Preguntas frecuentes

¿Qué ocurrió en Sa Coma durante la Guerra Civil y por qué aún se debate su memoria en Mallorca?

En 1936, tras el golpe de julio, fuerzas republicanas desembarcaron en la costa este de Mallorca cerca de Sa Coma. Se habla de fusilamientos masivos y, en años recientes, se han hallado esqueletos y novedades sobre los desaparecidos; la memoria se debate entre investigación técnica y discusiones políticas. Las voces de las familias y la posibilidad de identificaciones y entierros dignos siguen siendo centrales.

¿Qué propuestas se plantean para reconocer y atender a las víctimas en Mallorca?

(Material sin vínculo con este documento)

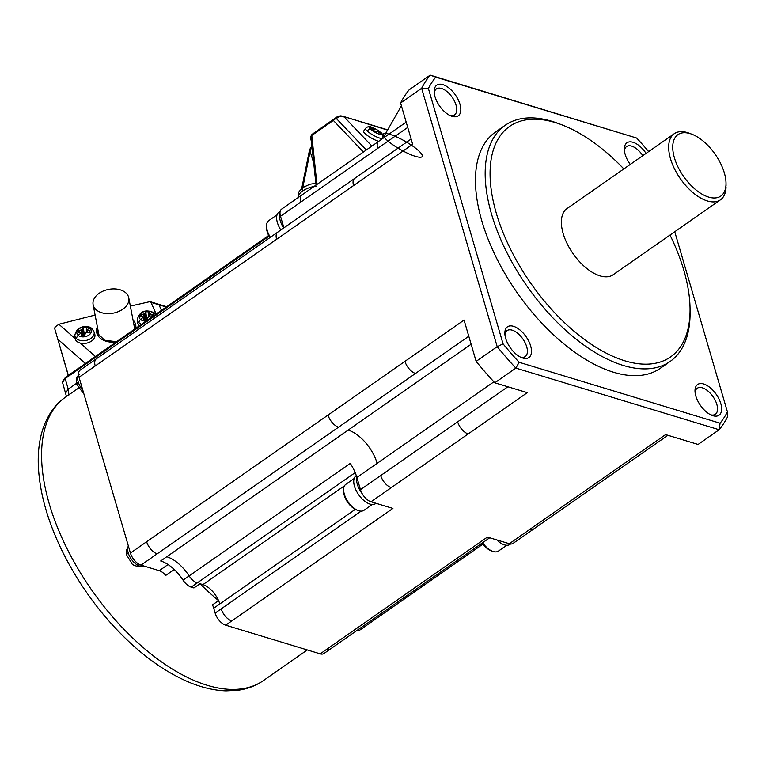 <?xml version="1.0" encoding="UTF-8"?>
<svg xmlns="http://www.w3.org/2000/svg" width="766" height="766" viewBox="0 0 766 766"><rect width="100%" height="100%" fill="white"/><g stroke="black" fill="none" stroke-linecap="round" stroke-linejoin="round"><path stroke-width="1.15" d="M648.658 151.582A225.836 116.317 -124.9 0 0 636.69 138.062L435.739 77.127A225.836 116.317 55.1 0 0 428.385 88.454L503.07 343.857A225.836 116.317 -124.9 0 0 519.128 362.28L720.078 423.215A225.836 116.317 55.1 0 0 727.432 411.888L674.75 231.734M695.844 396.06A18.729 9.642 -124.9 0 1 695.001 390.909A18.729 9.642 -124.9 0 1 705.898 384.867A18.729 9.642 -124.9 0 1 720.816 403.634A18.729 9.642 -124.9 0 1 712.15 415.44A18.729 9.642 -124.9 0 1 695.844 396.06M530.656 345.964A18.729 9.642 55.1 0 0 515.997 327.331A18.729 9.642 55.1 0 0 504.851 332.712A18.729 9.642 55.1 0 0 505.684 338.39A18.729 9.642 55.1 0 0 521.531 357.588A18.729 9.642 55.1 0 0 530.656 345.964M435.011 96.707A18.729 9.642 -124.9 0 1 434.178 91.566A18.729 9.642 -124.9 0 1 445.065 85.514A18.729 9.642 -124.9 0 1 459.983 104.281A18.729 9.642 -124.9 0 1 451.318 116.087A18.729 9.642 -124.9 0 1 435.011 96.707M646.073 153.391A18.729 9.642 55.1 0 0 632.113 142.055A18.729 9.642 55.1 0 0 624.338 148.7A18.729 9.642 55.1 0 0 625.171 154.378A18.729 9.642 55.1 0 0 630.274 164.422M495.765 131.867A144.027 74.178 55.1 0 0 481.862 221.048A144.027 74.178 55.1 0 0 564.169 344.135A144.027 74.178 55.1 0 0 661.01 367.804M667.895 435.28L610.224 475.542A11.519 5.937 -124.9 0 1 606.49 475.868L665.606 434.59L698.094 444.443L719.15 429.736A230.451 118.692 55.1 0 0 727.7 416.57L727.432 411.888M428.385 88.454L421.645 88.301L497.191 346.672L503.07 343.857M636.69 138.062L430.195 75.125A230.451 118.692 55.1 0 0 421.645 88.301L400.589 102.998L412.663 144.295L353.547 185.573A11.519 5.937 55.1 0 1 354.907 178.286M400.589 102.998A230.451 118.692 55.1 0 1 409.14 89.833L430.195 75.125L435.739 77.127M720.078 423.215L719.15 429.736L515.863 368.092A230.451 118.692 -124.9 0 1 497.191 346.672L476.136 361.37L464.062 320.073L328.02 415.067A11.519 5.937 55.1 0 0 338.562 427.169L468.792 336.226M519.128 362.28L515.863 368.092L494.807 382.799A230.451 118.692 -124.9 0 1 476.136 361.37M695.097 392.393A15.847 8.158 -124.9 0 1 697.156 388.324A15.847 8.158 -124.9 0 1 707.813 390.919A15.847 8.158 -124.9 0 1 716.861 404.467A15.847 8.158 -124.9 0 1 715.367 414.253A15.847 8.158 -124.9 0 1 710.762 414.837M434.265 93.05A15.847 8.158 -124.9 0 1 436.333 88.971A15.847 8.158 -124.9 0 1 446.98 91.575A15.847 8.158 -124.9 0 1 456.038 105.114A15.847 8.158 -124.9 0 1 454.544 114.9A15.847 8.158 -124.9 0 1 449.929 115.484M674.406 157.786A37.448 19.284 55.1 0 0 704.232 195.32A37.448 19.284 55.1 0 0 726.015 183.227A37.448 19.284 55.1 0 0 724.349 172.924A37.448 19.284 55.1 0 0 691.727 134.165A37.448 19.284 55.1 0 0 674.406 157.786M520.602 357.167A15.847 8.158 55.1 0 0 525.284 356.535A15.847 8.158 55.1 0 0 526.711 346.797A15.847 8.158 55.1 0 0 517.739 333.334A15.847 8.158 55.1 0 0 507.111 330.577A15.847 8.158 55.1 0 0 504.957 334.579M623.83 168.913A140.571 72.397 55.1 0 0 561.382 124.647L558.261 123.47A144.027 74.178 55.1 0 0 551.932 121.315A144.027 74.178 55.1 0 0 505.167 125.298A144.027 74.178 55.1 0 0 491.58 214.26A144.027 74.178 55.1 0 0 623.323 365.459A144.027 74.178 55.1 0 0 670.087 361.475A144.027 74.178 55.1 0 0 690.089 312.26L690.061 308.918M561.382 124.647A140.571 72.397 55.1 0 0 555.216 122.55A140.571 72.397 55.1 0 0 496.32 213.264A140.571 72.397 55.1 0 0 624.893 360.824A140.571 72.397 55.1 0 0 690.051 308.363A140.571 72.397 55.1 0 0 670.011 235.047M567.06 208.563A40.33 20.768 55.1 0 0 563.163 233.534A40.33 20.768 55.1 0 0 586.21 268.004A40.33 20.768 55.1 0 0 613.327 274.63M690.099 133.581A40.33 20.768 55.1 0 0 674.358 133.638A40.33 20.768 55.1 0 0 670.461 158.61A40.33 20.768 55.1 0 0 693.508 193.08A40.33 20.768 55.1 0 0 720.624 199.706A40.33 20.768 55.1 0 0 726.034 187.153M360.47 489.685A11.519 5.937 55.1 0 0 362.289 493.85A16.996 8.752 -124.9 0 1 357.31 484.275A16.996 8.752 -124.9 0 1 356.803 477.161A31.684 16.316 -124.9 0 1 356.899 477.477L360.47 489.685L457.647 421.827A11.519 5.937 55.1 0 0 468.189 433.929L527.295 392.652L494.807 382.799M280.835 229.992A16.996 8.752 -124.9 0 1 277.378 222.59A16.996 8.752 -124.9 0 1 278.977 212.086L280.222 211.225M283.669 228.009A16.996 8.752 -124.9 0 1 280.212 220.608A16.996 8.752 -124.9 0 1 280.011 212.488A11.519 5.937 -124.9 0 1 281.601 209.128L406.181 122.139M491.762 550.955A14.114 7.267 -124.9 0 1 491.006 550.697A14.114 7.267 -124.9 0 1 482.13 543.065M482.618 542.721A15.847 8.158 55.1 0 0 492.576 551.29A15.847 8.158 55.1 0 0 498.379 551.118M407.723 127.424L280.509 216.251L283.908 227.847M610.224 475.542L513.057 543.4A11.519 5.937 -124.9 0 1 509.313 543.716L487.415 537.081L320.198 653.848A11.519 5.937 55.1 0 0 324.248 653.283M357.301 510.175A14.114 7.267 -124.9 0 1 356.535 509.917A14.114 7.267 -124.9 0 1 344.25 495.324A14.114 7.267 -124.9 0 1 343.628 491.437L343.608 489.752M471.128 344.221L166.768 556.738A31.684 16.316 -124.9 0 1 189.125 575.917L350.273 463.392A31.684 16.316 -124.9 0 1 356.803 477.161M166.768 556.738L160.697 560.98A31.684 16.316 -124.9 0 1 183.055 580.159A11.519 5.937 -124.9 0 0 191.184 587.129L193.922 587.962L199.993 583.721L202.933 584.611L344.528 485.74M199.993 583.721A172.838 89.019 55.1 0 0 218.578 600.63A18.432 9.498 55.1 0 0 202.933 584.611M362.289 493.85A11.519 5.937 55.1 0 0 371.012 501.778L392.91 508.423L231.763 620.948A11.519 5.937 -124.9 0 1 221.221 608.846L361.169 511.133M376.02 503.3L375.541 503.626A16.996 8.752 -124.9 0 1 364.109 500.715A16.996 8.752 -124.9 0 1 354.476 486.257A16.996 8.752 -124.9 0 1 356.085 475.753L356.305 475.6M509.984 544.415A16.996 8.752 -124.9 0 1 496.856 539.944M345.744 484.39A15.847 8.158 55.1 0 0 343.618 489.321A15.847 8.158 55.1 0 0 344.317 494.118A15.847 8.158 55.1 0 0 358.115 510.52A15.847 8.158 55.1 0 0 363.917 510.338M268.636 220.723A15.847 8.158 55.1 0 0 266.511 225.654A15.847 8.158 55.1 0 0 267.21 230.451A15.847 8.158 55.1 0 0 270.388 237.278M269.91 237.623A14.114 7.267 -124.9 0 1 267.152 231.648A14.114 7.267 -124.9 0 1 266.52 227.761L266.511 226.085M320.198 653.848L225.683 625.18A11.519 5.937 -124.9 0 1 215.15 613.087L221.221 608.846M215.15 613.087L213.724 608.204A18.432 9.498 55.1 0 0 212.498 604.872L218.578 600.63A18.432 9.498 55.1 0 1 219.794 603.962L355.28 509.361M280.509 216.251A11.519 5.937 -124.9 0 1 280.011 212.488M277.704 232.175A11.519 5.937 -124.9 0 0 276.622 239.289L79.032 377.265A11.519 5.937 -124.9 0 1 80.114 370.141L411.122 139.019M79.032 377.265L130.431 553.042A11.519 5.937 55.1 0 0 140.973 565.136L159.271 570.68L168.041 564.552M68.95 394.978L68.231 389.128L65.646 393.035M174.227 569.502L165.734 575.429A11.519 5.937 55.1 0 0 159.271 570.68M373.032 619.244A11.519 5.937 -124.9 0 0 376.049 618.746L359.848 630.054A11.519 5.937 -124.9 0 1 356.832 630.552M85.361 363.496L57.804 339.185L68.375 375.359M95.415 356.477L80.219 343.072A10.082 6.722 169.1 0 1 75.106 338.562L58.905 324.277L55.956 326.335A2.882 2.068 -73.1 0 0 54.635 328.365L68.279 375.426M75.106 338.562A10.082 6.722 169.1 0 1 75.03 337.978L74.838 335.441C76.734 324.717 89.268 325.215 91.93 328.691L93.998 331.764A9.786 6.521 169.1 0 1 90.12 338.898A9.786 6.521 169.1 0 1 76.61 338.744A9.786 6.521 169.1 0 1 74.829 335.23M94.783 334.254A10.082 6.722 169.1 0 1 90.771 341.54A10.082 6.722 169.1 0 1 80.219 343.072M80.286 332.568L78.668 330.405A25.91 20.309 15.3 0 1 80.832 330.079A25.872 21.975 -24 0 1 82.067 329.648A25.872 15.588 -79.3 0 1 82.805 328.911A25.91 7.765 -93.3 0 1 83.322 327.676L86.702 327.714A25.91 3.428 94.5 0 0 86.347 328.949A25.872 5.486 82.5 0 1 86.673 329.696A25.872 17.474 50.1 0 1 87.755 330.156A25.91 20.108 18.2 0 1 90.005 330.539L88.971 332.827M90.005 330.539L89.718 332.396M89.431 332.894A25.91 16.613 -170 0 0 87.152 332.626A25.872 15.646 160.5 0 0 85.888 332.923A25.872 9.259 116.5 0 0 85.17 333.785A25.91 4.069 95.9 0 0 84.767 335.632L81.388 335.594A25.91 7.124 -94.7 0 1 81.627 333.746A25.872 0.843 -113.4 0 1 81.282 332.865L82.651 335.776M84.949 334.799L83.599 335.776M83.322 327.676L84.375 334.914M86.347 328.949L86.357 332.808M91.92 328.681A3.457 2.269 130.5 0 0 90.005 328.432A25.929 17.053 130.5 0 0 86.673 329.696L86.596 332.75M87.755 330.156L87.448 332.655M81.627 333.746L82.604 335.767M76.61 338.744A3.457 2.269 -49.5 0 1 78.189 335.364A25.929 17.053 130.5 0 1 81.282 332.865A25.872 11.145 -145.3 0 0 80.229 332.549A25.91 16.412 -167.5 0 0 78.084 332.77L78.668 330.405M80.832 330.079L83.264 335.786M82.067 329.648L83.915 335.68M82.805 328.911L84.27 335.288M54.635 328.365L56.234 333.899M58.905 324.277L95.108 315.065M130.344 306.103L149.992 301.632L150.998 302.379L156.159 314.06M161.454 310.364L159.002 304.811L157.997 304.054M135.716 328.346A19.878 13.252 -10.9 0 0 135.419 323.788A19.878 13.252 -10.9 0 0 132.997 319.949M97.359 326.776A19.878 13.252 -10.9 0 0 96.976 333.564A19.878 13.252 -10.9 0 0 116.049 342.076M139.479 325.713A10.082 6.722 169.1 0 1 137.42 322.132M93.548 306.151A18.145 12.103 169.1 0 1 93.146 304.82A18.145 12.103 169.1 0 1 107.441 289.644A18.145 12.103 169.1 0 1 128.334 296.375A18.145 12.103 169.1 0 1 128.812 298.098A18.145 12.103 169.1 0 1 114.153 312.959A18.145 12.103 169.1 0 1 93.548 306.151M152.118 316.53L151.831 317.028A25.91 16.613 -170 0 0 149.542 316.76A25.872 15.646 160.5 0 0 148.288 317.047A25.872 9.259 116.5 0 0 147.57 317.919A25.91 4.069 95.9 0 0 147.168 319.757L143.788 319.719A25.91 7.124 -94.7 0 1 144.027 317.88A25.872 0.843 -113.4 0 1 143.673 317A25.872 11.145 -145.3 0 0 142.62 316.684A25.91 16.412 -167.5 0 0 140.484 316.894L141.059 314.539A25.91 20.309 15.3 0 1 143.223 314.204A25.872 21.975 -24 0 1 144.458 313.782A25.872 15.588 -79.3 0 1 145.205 313.045A25.91 7.765 -93.3 0 1 145.722 311.8L146.766 319.049L146 319.901M148.997 316.885L149.073 313.83A25.872 5.486 82.5 0 0 148.748 313.083A25.91 3.428 94.5 0 1 149.102 311.839L145.722 311.8M147.34 318.934L146.766 319.049M151.831 317.028L152.405 314.663L151.371 316.961M137.42 322.113L137.238 319.566C139.728 311.197 145.425 308.947 154.32 312.825A3.457 2.269 130.5 0 0 152.396 312.557A25.929 17.053 -49.5 0 0 149.073 313.83A25.872 17.474 50.1 0 1 150.155 314.28L149.849 316.789M150.155 314.28A25.91 20.108 18.2 0 1 152.405 314.663M148.748 313.083L148.757 316.933M145.205 313.045L146.67 319.412M144.458 313.782L146.316 319.815M143.223 314.204L145.664 319.91M141.059 314.539L142.687 316.703M141.538 324.277A9.786 6.521 169.1 0 1 139.01 322.869A3.457 2.269 -49.5 0 1 140.58 319.499A25.929 17.053 -49.5 0 1 143.673 317L145.052 319.901M144.027 317.88L144.994 319.901M302.762 187.727L310.23 150.988L311.925 146.545M311.398 141.011L311.791 135.477L313.016 134.242M309.579 149.772L313.696 162.823M333.765 119.755L339.989 116.461L344.173 116.939L371.903 146.076M363.4 152.013L333.334 120.425L311.791 135.477L316.952 184.443M337.375 116.691L336.236 118.404L366.301 149.992M336.963 116.959L339.357 116.049L339.989 116.461M339.357 116.049L341.416 115.963L337.126 116.844L312.126 134.299M387.558 130.096L342.632 116.193M340.65 115.858L341.416 115.963M378.749 141.298A10.082 2.135 -150.3 0 1 377.753 141.011A10.082 2.135 -150.3 0 1 367.939 135.917A10.082 2.135 -150.3 0 1 363.62 131.149L365.545 128.391C367.575 126.476 369.633 126.103 371.74 127.271L374.765 128.516A25.91 1.197 -66 0 0 374.66 128.544L373.674 130.747M385.604 133.514A22.473 4.749 29.7 0 0 384.312 137.411M389.99 134.404A22.473 4.749 29.7 0 0 396.089 146.938A22.473 4.749 29.7 0 0 422.047 154.809A22.473 4.749 29.7 0 0 389.99 134.404M380.587 132.403A3.457 2.403 131.8 0 0 380.558 132.384L377.801 130.258A25.91 0.852 125.6 0 1 377.81 130.354A25.872 10.954 125.8 0 1 378.193 130.756A25.872 23.641 118.3 0 1 379.122 131.522A25.91 25.757 42.7 0 1 380.874 133.016L380.252 133.428M380.491 133.638L380.874 133.016L380.491 133.638A25.91 24.589 -152.2 0 0 378.72 132.183A25.872 21.774 162.9 0 0 377.667 131.608A25.872 9.269 136.2 0 0 377.025 131.628L376.499 132.346L373.492 130.622L373.875 129.827A25.872 8.953 -76.5 0 0 373.569 129.262A25.872 21.64 -102.5 0 0 372.563 128.65A25.91 24.589 -145.9 0 0 370.409 127.855L370.792 127.233A25.91 25.766 24.1 0 1 372.965 127.999A25.872 23.784 -58.7 0 1 374.095 128.41A25.872 11.27 -66.2 0 1 374.66 128.544M376.365 132.279L377.782 130.249L374.785 128.525L373.741 130.785M374.095 128.41L373.684 129.454M372.965 127.999L372.736 128.745M370.409 127.855L370.792 127.233L370.744 127.97M373.875 129.827L373.521 130.641M379.122 131.522L378.586 132.106M365.602 128.324A9.786 2.068 -150.3 0 0 367.249 131.082A9.786 2.068 -150.3 0 0 379.247 137.966A9.786 2.068 -150.3 0 0 382.531 138.1C382.895 134.988 382.234 133.083 380.558 132.384A3.457 2.403 131.8 0 0 380.539 132.365A25.929 18.039 131.8 0 0 378.193 130.756L377.533 131.608M377.81 130.354L376.412 132.298M642.827 155.651A15.847 8.158 55.1 0 0 626.588 146.565A15.847 8.158 55.1 0 0 624.424 150.71M457.647 421.827L507.877 386.753M493.898 381.813L356.899 477.477M377.686 148.393A11.519 5.937 -124.9 0 1 378.777 141.279M415.488 373.444A11.519 5.937 -124.9 0 1 404.946 361.351M300.76 202.109A11.519 5.937 -124.9 0 1 301.842 194.995M348.166 430.08A31.684 16.316 -124.9 0 1 377.15 463.344M606.49 475.868L509.313 543.716M380.712 475.552A11.519 5.937 55.1 0 0 391.254 487.645L468.189 433.929M276.622 239.289L353.547 185.573M95.223 365.947A11.519 5.937 -124.9 0 1 96.315 358.833M130.431 553.042L328.02 415.067M338.562 427.169L140.973 565.136M146.632 541.734A11.519 5.937 55.1 0 0 157.164 553.828M533.605 529.019A11.519 5.937 -124.9 0 1 529.555 529.584M191.184 587.129L197.264 582.897A11.519 5.937 -124.9 0 1 189.125 575.917L183.055 580.159M197.264 582.897L355.175 472.622M323.932 653.522L330.012 649.281A11.519 5.937 -124.9 0 1 326.268 649.606M391.254 487.645L371.012 501.778M225.683 625.18L231.763 620.948M213.724 608.204L219.794 603.962M78.572 374.995A12.629 6.501 55.1 0 0 78.228 381.947A12.629 6.501 55.1 0 0 82.795 390.133M78.228 381.947A5.764 2.7 163.7 0 0 76.878 384.475L83.963 394.136M78.448 388.132L65.56 397.123A172.838 89.019 55.1 0 0 49.263 503.884A172.838 89.019 55.1 0 0 147.378 651.062A172.838 89.019 55.1 0 0 263.466 680.543A172.838 89.019 55.1 0 0 263.542 680.486M62.611 382.741L65.311 377.504L139 326.048A1.733 0.89 55.1 0 0 138.838 327.111L65.148 378.567A8.646 4.06 163.7 0 0 62.611 382.741L66.47 396.491M65.349 377.475A1.733 0.89 55.1 0 0 65.148 378.567L68.231 389.128L76.59 383.297M269.058 236.187L138.838 327.111M128.401 546.101A12.629 6.501 55.1 0 0 128.2 552.841A12.629 6.501 55.1 0 0 139.747 566.093A12.629 6.501 55.1 0 0 143.376 566.026M128.2 552.841A5.764 2.7 163.7 0 0 126.85 555.369L126.419 550.342L128.372 545.995M90.005 328.432A7.315 4.874 169.1 0 1 88.282 335.479A7.315 4.874 169.1 0 1 78.189 335.364A7.315 4.874 169.1 0 1 79.903 328.317A7.315 4.874 169.1 0 1 90.005 328.432M166.26 307.013L150.998 302.379M98.249 334.12A1.149 0.852 161.5 0 0 96.976 333.564M97.952 329.916A18.729 12.486 -10.9 0 0 97.971 333.038L98.23 334.043L104.607 340.238L116.547 341.722M134.73 325.885A18.729 12.486 -10.9 0 0 134.462 324.908A1.149 0.852 -18.5 0 1 135.419 323.788M139.01 322.869A9.786 6.521 169.1 0 1 137.258 319.757M146.258 320.973A7.315 4.874 169.1 0 1 140.58 319.499A7.315 4.874 169.1 0 1 142.304 312.442A7.315 4.874 169.1 0 1 152.396 312.557A7.315 4.874 169.1 0 1 153.698 315.784M316.157 186.205A15.148 7.114 163.7 0 0 302.589 191.05A6.913 3.562 -124.9 0 1 303.346 187.306M302.589 191.05A15.148 7.114 163.7 0 0 298.012 197.369M367.249 131.082A3.457 2.403 -48.2 0 1 370.418 129.081A7.315 1.542 -150.3 0 1 371.539 127.213M380.348 132.192L380.558 132.384A7.315 1.542 -150.3 0 1 379.39 134.222A7.315 1.542 -150.3 0 1 370.418 129.081A25.929 18.039 131.8 0 1 373.569 129.262M726.015 183.266L726.044 186.052M613.145 274.755L720.442 199.83M660.369 368.264L670.087 361.475M491.006 550.697L492.576 551.29M376.049 618.746L482.915 544.128M330.012 649.281L489.704 537.77M506.747 545.268L498.417 551.089M345.811 484.332L354.141 478.52M268.713 220.665L277.043 214.844M356.544 509.926L358.115 510.52M79.147 374.354C77.653 377.399 75.633 374.89 76.878 384.475M307.3 649.932L263.466 680.543C255.777 685.848 247.102 689.122 237.422 690.348L225.941 690.875C214.528 690.463 202.664 687.753 190.341 682.745C169.995 674.396 149.877 661.039 129.99 642.684C102.328 616.793 79.827 586.459 62.496 551.683C47.444 520.918 39.382 491.973 38.3 464.847C37.86 451.567 39.42 439.502 42.982 428.663C47.961 414.416 55.487 403.912 65.56 397.123M139 326.048L268.694 235.488M166.71 306.697L150.04 301.641M99.092 335.834L93.117 304.686M316.042 185.085L311.379 140.887M311.906 145.846L309.598 149.676L301.68 188.627M315.851 183.323L309.885 184.242L303.365 187.287C297.763 192.793 298.462 191.241 298.07 198.049M311.475 141.576C310.383 138.34 310.594 135.908 312.116 134.299M342.613 116.183L387.692 129.856M384.408 137.344L383.642 135.793M401.413 105.832L383.89 136.511M372.286 504.497L363.955 510.319M143.558 565.93L143.568 565.921C143.079 568.094 131.829 565.701 131.886 563.422L126.85 555.369M510.616 543.975L510.003 544.406M128.765 297.85L134.739 329.007M691.746 134.174L689.132 133.188M94.773 334.196L93.998 331.764M505.167 125.298L495.449 132.078M674.262 133.705L566.964 208.62M382.531 138.1L382.148 138.924M154.32 312.825L155.69 314.395M134.73 329.026L134.749 325.99"/></g></svg>

Se propone una base de datos pública de excavaciones y resultados de ADN, gestionada por una comisión independiente. También se plantean puntos locales de recogida de ADN para informar a las familias y facilitar trámites administrativos. Estas medidas buscan transparencia y apoyo a las familias, con financiación adecuada.

¿Qué papel juegan las leyes y tribunales en las excavaciones y memoria histórica de Mallorca?

En Mallorca, la memoria se ve afectada por debates legales sobre quién puede excavar y cómo se gestionan las identificaciones. Las decisiones judiciales, junto con la normativa, condicionan cuándo y dónde se realizan las excavaciones y qué información queda disponible. Se propone una comisión técnica transversal para proteger el proceso de posibles influencias políticas.

¿Qué derechos tienen las familias para acceder a información y gestionar identificaciones en Mallorca?

Las familias pueden buscar información sobre hallazgos y recibir apoyo para las identificaciones, con un marco que busca transparencia. Se propone que la gestión y el acceso sean claros, con responsabilidad de la comisión independiente y financiación pública. En última instancia, se busca asegurar que los entierros sean dignos y que existan lugares de recuerdo.

¿Qué medidas se proponen para proteger y documentar los yacimientos en la costa este de Mallorca?

Se propone paralizar obras en posibles lugares de hallazgo y exigir prospecciones arqueológicas previas a actuaciones costeras. También se sugiere un registro y mecanismos para denunciar zonas sospechosas. Estas medidas buscan evitar pérdidas de información y asegurar un tratamiento adecuado de los restos.

¿Qué época del año es adecuada para visitar Sa Coma y Manacor y disfrutar de la playa sin perder de vista la historia local?

El verano ofrece buenas condiciones para la playa y para paseos por Sa Coma y Manacor; es un momento para combinar descanso con la lectura de la historia local. Lleva protección solar, agua y calzado cómodo si haces caminatas por zonas costeras. Practicar un ritmo pausado permite apreciar ambos frentes: el paisaje y la memoria.

¿Qué consejos prácticos hay para planificar una visita a la playa de Sa Coma pensando en la historia y la memoria?

Planifica la visita con tiempos para la playa y para espacios de memoria; consulta rutas o paneles informativos en las entradas y busca información local en centros culturales de Sant Llorenç o Manacor. Lleva agua, protector solar y una chaqueta ligera para las noches costeras. Mantén una actitud respetuosa ante testimonios y evidencias históricas.

¿Qué papel tiene la educación y los puntos de recuerdo en Mallorca para entender la Guerra Civil?

Se propone incluir la memoria regional en currículos y establecer puntos de recuerdo descentralizados con paneles, estaciones de audio y mapas que expliquen hechos de forma factual y local. Estos recursos buscan explicar el desarrollo de los hechos sin retórica heroica y con mayor claridad para la ciudadanía. La idea es que el aprendizaje y el recuerdo sostengan una reconciliación basada en datos.